• What you have to do: Could you write out every record below exactly, leaving the pictures out?

(Entries taken from a collection)
Content starts

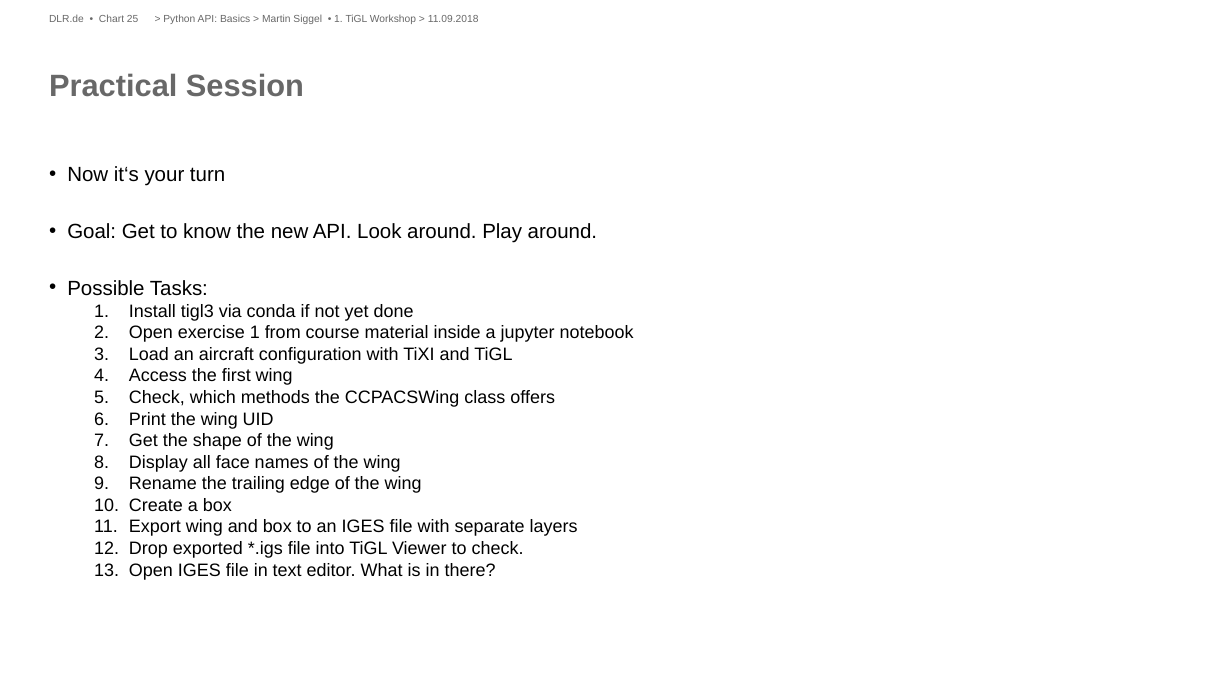
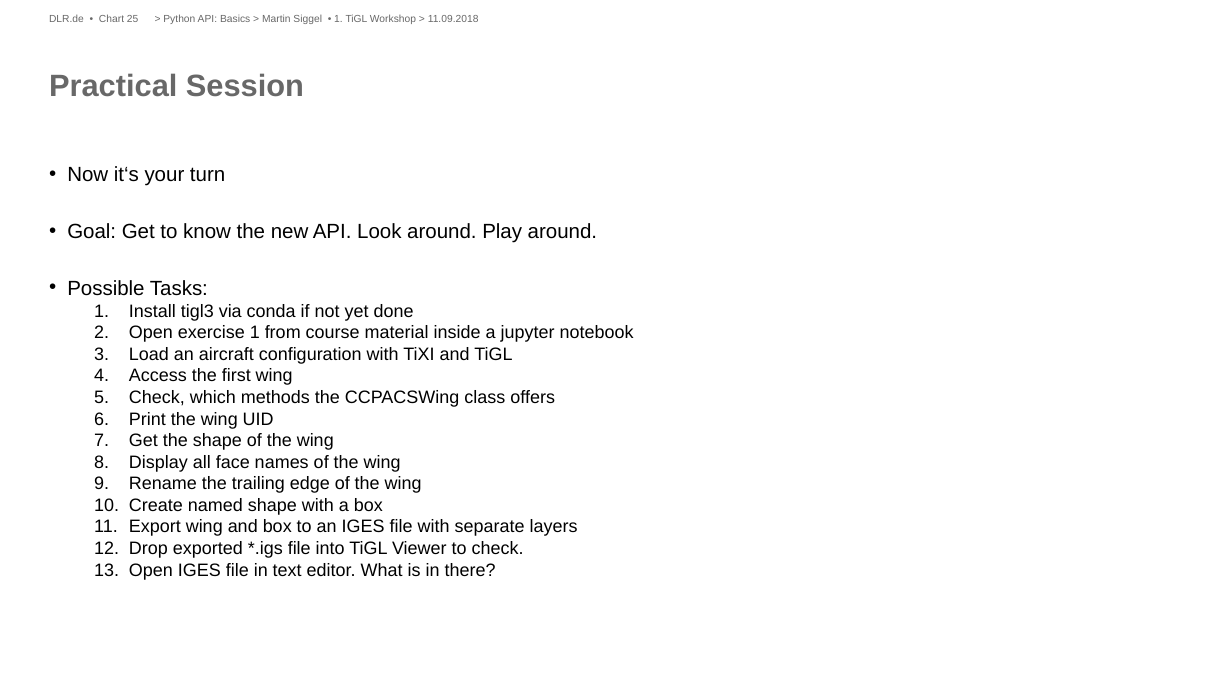
Before and after one commit to ganeshvivek/tigl-workshop, a slide deck: slide 25 of Presentations/Python API-Basics.pptx. Drawn at 1232x693 pixels with LibreOffice and Linux fonts; fonts in the diff are those of the drawing; background and template pictures are left out. Boxes give left, top, right and bottom in pixels: in the first picture for what was removed or moved away, otherwise in the second. Text is boxed around its words. In the diff, an @@ line names an element or a change of style, - is before the commit and + after.

```diff
--- a/Presentations/Python API-Basics.pptx
+++ b/Presentations/Python API-Basics.pptx
@@ text at box(129, 498, 383, 515): text changed @@
-  10. Create a box
+  10. Create named shape with a box
```
Also in this commit, not shown: 12 other slides changed, 3 other files.

Content ends

• Response area:
Before and after one commit to ganeshvivek/tigl-workshop, a slide deck: slide 25 of Presentations/Python API-Basics.pptx. Drawn at 1232x693 pixels with LibreOffice and Linux fonts; fonts in the diff are those of the drawing; background and template pictures are left out. Boxes give left, top, right and bottom in pixels: in the first picture for what was removed or moved away, otherwise in the second. Text is boxed around its words. In the diff, an @@ line names an element or a change of style, - is before the commit and + after.

```diff
--- a/Presentations/Python API-Basics.pptx
+++ b/Presentations/Python API-Basics.pptx
@@ text at box(129, 498, 383, 515): text changed @@
-  10. Create a box
+  10. Create named shape with a box
```
Also in this commit, not shown: 12 other slides changed, 3 other files.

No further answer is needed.